Please can somebody confirm this bug?
I would like to use Icinga2 on my production systems, but is impossible with this strange behavior.
Updated by schirrmie on 2015-03-05 07:25:22 +00:00
Your patch does not change the behaviour of the retry_interval.
Updated by mfriedrich on 2015-05-18 13:11:00 +00:00
I'll need to dig into this a little deeper. I'm not sure if this might happen for 2.4.0 - feel free to submit any patches helping resolve the issue.
Updated by zearan on 2015-05-26 12:03:02 +00:00
The problem seems to lie in file libs/icinga/checkable-check.cpp. The function Checkable::ExecuteCheck() (line 521) executes the calculation of the next check before running the check itself:
The time of the next check does not get re-evaluated by Checkable::ProcessCheckResult() (line 237) when the result is available. I have tried to fix it by a one-liner but I cannot say if this causes any unwanted side effects. At least it did not crash anything when I tried it.
Updated by wimmer on 2015-06-19 17:34:18 +00:00
I applied patch to 2.3.5 and it works great.
Here is my setup:
Updated by mfriedrich on 2015-08-18 15:01:14 +00:00
Generally speaking I'd like to split this issue, as it consists of two issues:
Updated by mfriedrich on 2015-08-18 16:48:33 +00:00
Apparently the fix does not work this way, host.next_check still stays at the old scheduled timestamp.
Updated by akrus on 2015-12-22 07:21:51 +00:00
I'm also experiencing the same issue here.
This results in checks being executes every 24 hours (retry interval doesn't work, while Icinga Web 2 shows it correctly).
Updated by Peter_Story on 2016-01-14 16:02:47 +00:00
I'm also encountering this bug. I have a service with:
After the first soft failure, the subsequent check is scheduled to run after 10 minutes, instead of 30 seconds.
Updated by mfriedrich on 2016-01-20 15:22:12 +00:00
It fairly should but we're all normal people, not machines.
I found another issue while testing the original patch which took me quite a while to figure out why it was happening.
Tests using the external command pipe
Now process check results using Icinga Web 2, from DOWN to UP and vice versa.
Calling UpdateNextCheck() works as it should, it contains the correct next GetRetryInterval() values and also sends that to the database.
There's one subsequent SetNextCheck() call afterwards which then overrides the value inside the core (and so the API and external interfaces).
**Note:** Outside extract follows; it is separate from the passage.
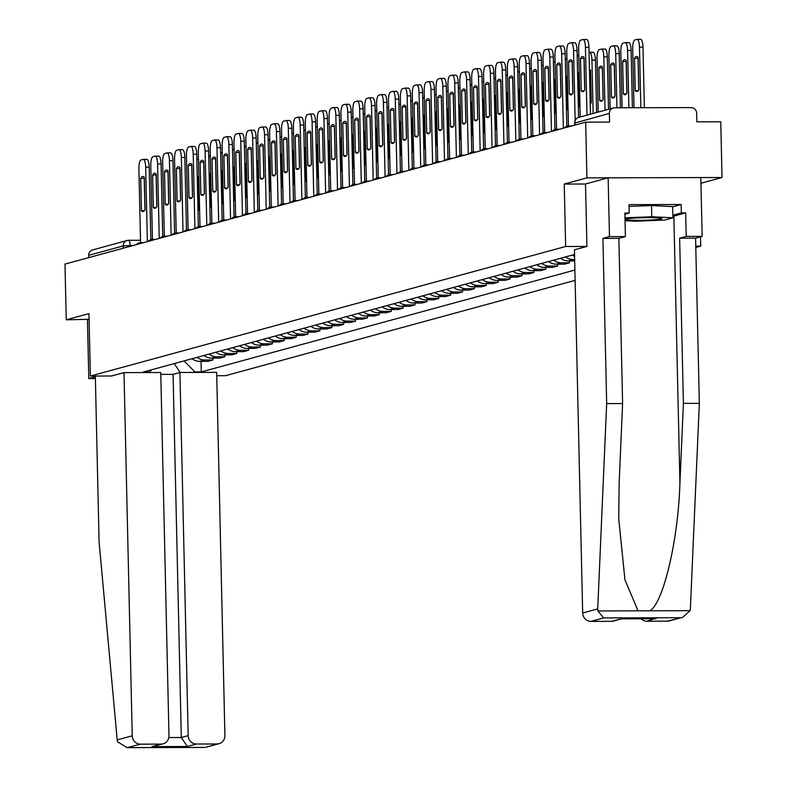 <?xml version="1.0" encoding="UTF-8"?>
<svg xmlns="http://www.w3.org/2000/svg" width="787" height="787" viewBox="0 0 787 787"><rect width="100%" height="100%" fill="white"/><g stroke="black" fill="none" stroke-linecap="round" stroke-linejoin="round"><path stroke-width="1.18" d="M700.932 183.253L722.013 177.508L720.754 121.788L696.839 121.847L696.643 113.171A5.617 5.391 74.8 0 0 691.114 107.583L614.657 107.789A5.617 5.391 74.8 0 0 609.374 113.407L574.864 123.028M700.519 236.808L700.725 246.134L695.767 246.154M216.74 375.724L225.456 375.694L575.12 280.379M695.797 247.482L700.725 246.134M722.013 177.508L586.925 177.872L585.666 122.152L64.987 264.088L66.246 319.807L89.088 319.306M586.925 177.872L564.23 184.06L565.646 246.498L90.367 376.058L88.951 313.62L66.246 319.807M585.666 122.152L609.571 122.083L609.374 113.407M88.754 257.605L88.695 255.342A5.617 5.391 -105.2 0 1 92.63 249.912L127.14 240.497A5.617 5.391 74.8 0 0 123.215 245.928L88.695 255.342M192.077 358.724A12.917 12.395 74.8 0 0 199.701 361.371L207.945 361.341L212.972 359.974L204.728 359.993A12.917 12.395 -105.2 0 1 197.104 357.357M212.923 358.124L212.972 359.974M203.961 355.488A12.917 12.395 74.8 0 0 211.585 358.124L219.829 358.105L224.856 356.737L216.612 356.757A12.917 12.395 -105.2 0 1 208.988 354.12M224.816 354.888L224.856 356.737M215.845 352.251A12.917 12.395 74.8 0 0 223.469 354.888L231.712 354.868L236.739 353.491L228.505 353.52A12.917 12.395 -105.2 0 1 220.872 350.874M236.7 351.641L236.739 353.491M227.728 349.005A12.917 12.395 74.8 0 0 235.362 351.651L243.596 351.622L248.623 350.254L240.389 350.274A12.917 12.395 -105.2 0 1 232.765 347.638M248.584 348.405L248.623 350.254M239.622 345.768A12.917 12.395 74.8 0 0 247.246 348.405L255.48 348.385L260.517 347.018L252.273 347.037A12.917 12.395 -105.2 0 1 244.649 344.391M260.467 345.168L260.517 347.018M251.506 342.522A12.917 12.395 74.8 0 0 259.13 345.168L267.373 345.149L272.4 343.771L264.157 343.801A12.917 12.395 -105.2 0 1 256.532 341.155M272.351 341.922L272.4 343.771M263.389 339.286A12.917 12.395 74.8 0 0 271.013 341.932L279.257 341.902L284.284 340.535L276.04 340.555A12.917 12.395 -105.2 0 1 268.416 337.918M284.245 338.685L284.284 340.535M275.273 336.049A12.917 12.395 74.8 0 0 282.897 338.685L291.141 338.666L296.168 337.298L287.924 337.318A12.917 12.395 -105.2 0 1 280.3 334.672M296.128 335.449L296.168 337.298M287.157 332.803A12.917 12.395 74.8 0 0 294.781 335.449L303.025 335.429L308.051 334.052L299.817 334.082A12.917 12.395 -105.2 0 1 292.184 331.435M308.012 332.203L308.051 334.052M299.05 329.566A12.917 12.395 74.8 0 0 306.674 332.212L314.908 332.183L319.935 330.815L311.701 330.835A12.917 12.395 -105.2 0 1 304.077 328.199M319.896 328.966L319.935 330.815M310.934 326.33A12.917 12.395 74.8 0 0 318.558 328.966L326.792 328.946L331.829 327.579L323.585 327.599A12.917 12.395 -105.2 0 1 315.961 324.952M331.78 325.72L331.829 327.579M322.818 323.083A12.917 12.395 74.8 0 0 330.442 325.729L338.685 325.71L343.712 324.333L335.469 324.352A12.917 12.395 -105.2 0 1 327.845 321.716M343.673 322.483L343.712 324.333M334.701 319.847A12.917 12.395 74.8 0 0 342.325 322.483L350.569 322.463L355.596 321.096L347.352 321.116A12.917 12.395 -105.2 0 1 339.728 318.479M355.557 319.247L355.596 321.096M346.585 316.61A12.917 12.395 74.8 0 0 354.209 319.247L362.453 319.227L367.48 317.859L359.246 317.879A12.917 12.395 -105.2 0 1 351.612 315.233M367.44 316L367.48 317.859M358.469 313.364A12.917 12.395 74.8 0 0 366.103 316.01L374.337 315.981L379.364 314.613L371.13 314.633A12.917 12.395 -105.2 0 1 363.505 311.996M379.324 312.764L379.364 314.613M370.362 310.127A12.917 12.395 74.8 0 0 377.986 312.764L386.22 312.744L391.257 311.377L383.013 311.396A12.917 12.395 -105.2 0 1 375.389 308.76M391.208 309.527L391.257 311.377M382.246 306.891A12.917 12.395 74.8 0 0 389.87 309.527L398.114 309.507L403.141 308.13L394.897 308.16A12.917 12.395 -105.2 0 1 387.273 305.513M403.101 306.281L403.141 308.13M394.13 303.644A12.917 12.395 74.8 0 0 401.754 306.291L409.997 306.261L415.024 304.894L406.781 304.913A12.917 12.395 -105.2 0 1 399.157 302.277M414.985 303.044L415.024 304.894M406.013 300.408A12.917 12.395 74.8 0 0 413.637 303.044L421.881 303.025L426.908 301.657L418.674 301.677A12.917 12.395 -105.2 0 1 411.04 299.04M426.869 299.808L426.908 301.657M417.897 297.171A12.917 12.395 74.8 0 0 425.531 299.808L433.765 299.788L438.792 298.411L430.558 298.44A12.917 12.395 -105.2 0 1 422.934 295.794M438.752 296.561L438.792 298.411M429.791 293.925A12.917 12.395 74.8 0 0 437.415 296.571L445.649 296.542L450.685 295.174L442.442 295.194A12.917 12.395 -105.2 0 1 434.817 292.557M450.636 293.325L450.685 295.174M441.674 290.688A12.917 12.395 74.8 0 0 449.298 293.325L457.542 293.305L462.569 291.938L454.325 291.957A12.917 12.395 -105.2 0 1 446.701 289.311M462.52 290.088L462.569 291.938M453.558 287.442A12.917 12.395 74.8 0 0 461.182 290.088L469.426 290.069L474.453 288.691L466.209 288.721A12.917 12.395 -105.2 0 1 458.585 286.075M474.413 286.842L474.453 288.691M465.442 284.205A12.917 12.395 74.8 0 0 473.066 286.852L481.31 286.822L486.336 285.455L478.093 285.474A12.917 12.395 -105.2 0 1 470.469 282.838M486.297 283.605L486.336 285.455M477.325 280.969A12.917 12.395 74.8 0 0 484.959 283.605L493.193 283.586L498.22 282.218L489.986 282.238A12.917 12.395 -105.2 0 1 482.362 279.592M498.181 280.369L498.22 282.218M489.219 277.722A12.917 12.395 74.8 0 0 496.843 280.369L505.077 280.349L510.104 278.972L501.87 279.001A12.917 12.395 -105.2 0 1 494.246 276.355M510.065 277.122L510.104 278.972M501.103 274.486A12.917 12.395 74.8 0 0 508.727 277.132L516.97 277.103L521.997 275.735L513.754 275.755A12.917 12.395 -105.2 0 1 506.13 273.119M521.948 273.886L521.997 275.735M512.986 271.249A12.917 12.395 74.8 0 0 520.61 273.886L528.854 273.866L533.881 272.499L525.637 272.518A12.917 12.395 -105.2 0 1 518.013 269.872M533.842 270.639L533.881 272.499M524.87 268.003A12.917 12.395 74.8 0 0 532.494 270.649L540.738 270.63L545.765 269.252L537.521 269.272A12.917 12.395 -105.2 0 1 529.897 266.636M545.725 267.403L545.765 269.252M536.754 264.766A12.917 12.395 74.8 0 0 544.378 267.403L552.622 267.383L557.649 266.016L549.415 266.036A12.917 12.395 -105.2 0 1 541.781 263.399M557.609 264.166L557.649 266.016M548.637 261.53A12.917 12.395 74.8 0 0 556.271 264.166L564.505 264.147L569.532 262.779L561.298 262.799A12.917 12.395 -105.2 0 1 553.674 260.153M569.493 260.92L569.532 262.779M560.531 258.284A12.917 12.395 74.8 0 0 568.155 260.93L574.687 260.91M574.648 259.553L573.182 259.553A12.917 12.395 -105.2 0 1 565.558 256.916M572.415 255.047A12.917 12.395 74.8 0 0 574.579 256.405M147.641 372.556L149.54 372.035L151.704 369.733M574.54 254.467L143.195 372.054L149.54 372.035M184.04 360.918L194.93 371.917L201.285 371.897L574.894 270.049M194.93 371.917L193.031 372.428M586.846 246.439L565.646 246.498M111.577 375.999L90.367 376.058M585.508 184.001L564.23 184.06M201.039 361.361L201.285 371.897M180.174 372.467L174.242 363.584M144.946 209.893L144.228 178.275A17.55 4.781 89.8 0 1 144.316 178.118M143.539 159.407L146.716 159.397A8.421 2.292 89.8 0 1 146.884 159.377A8.421 2.292 89.8 0 1 149.186 167.178L150.838 239.681M140.716 178.285L141.453 210.719A17.55 4.781 89.8 0 0 142.919 211.555A17.55 4.781 89.8 0 0 145.034 209.736L144.296 177.311A17.55 4.781 89.8 0 0 142.831 176.465A17.55 4.781 89.8 0 0 140.716 178.285L144.228 178.275M147.366 241.629L145.674 167.188A8.421 2.292 -90.2 0 0 143.372 159.387A8.421 2.292 -90.2 0 0 143.204 159.407L140.991 160.007A8.421 2.292 -90.2 0 0 138.896 169.038L140.568 242.662M141.453 210.719L144.385 210.709M198.019 210.965A17.55 4.781 -90.2 0 0 199.062 209.598L198.334 177.164A17.55 4.781 -90.2 0 0 197.232 176.367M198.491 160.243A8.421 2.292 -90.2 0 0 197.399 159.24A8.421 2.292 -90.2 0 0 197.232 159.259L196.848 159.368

We do ensure to reschedule a check when processing a check result from the external command pipe or api actions. This is due to the reason we require freshness checks using the check_interval (see #7071 for better proposals) for incoming passive check results.
So not a good method for tests anyways. Temporarily removing the code blocks from externalcommandlistener.cpp proves the patch working.
Manual recheck will cause ProcessCheckResult() to immediately update the next check using the retry interval.
Updated by mfriedrich on 2016-01-22 17:37:02 +00:00
There's still one issue with passive check results - calling UpdateNextCheck() will first set a probably smaller next check time, and after invoking ProcessCheckResult() a separate call to SetNextCheck() is required to ensure the check_interval is used for passively received checks and their freshness.
This merely influences all checks where we do not care about them whether being active or passive.
It is also worse for active checks - the next check time is updated to check_interval if sent in as passive check result via API / UI.
Moving that task inside ProcessCheckResult() ensures that subsequent calls to SetNextCheck() happen with the correct check interval for passive check results. The active checks are then rescheduled based on their current state, especially if changed from sending a check result enforcing a state change, e.g. HARD OK, or SOFT NOT-OK with retry_interval being required.
Furthermore updating the next check time before sending a DB IDO update for OnNewCheckResult will also help reduce duplicated next_check queries (see linked #11019).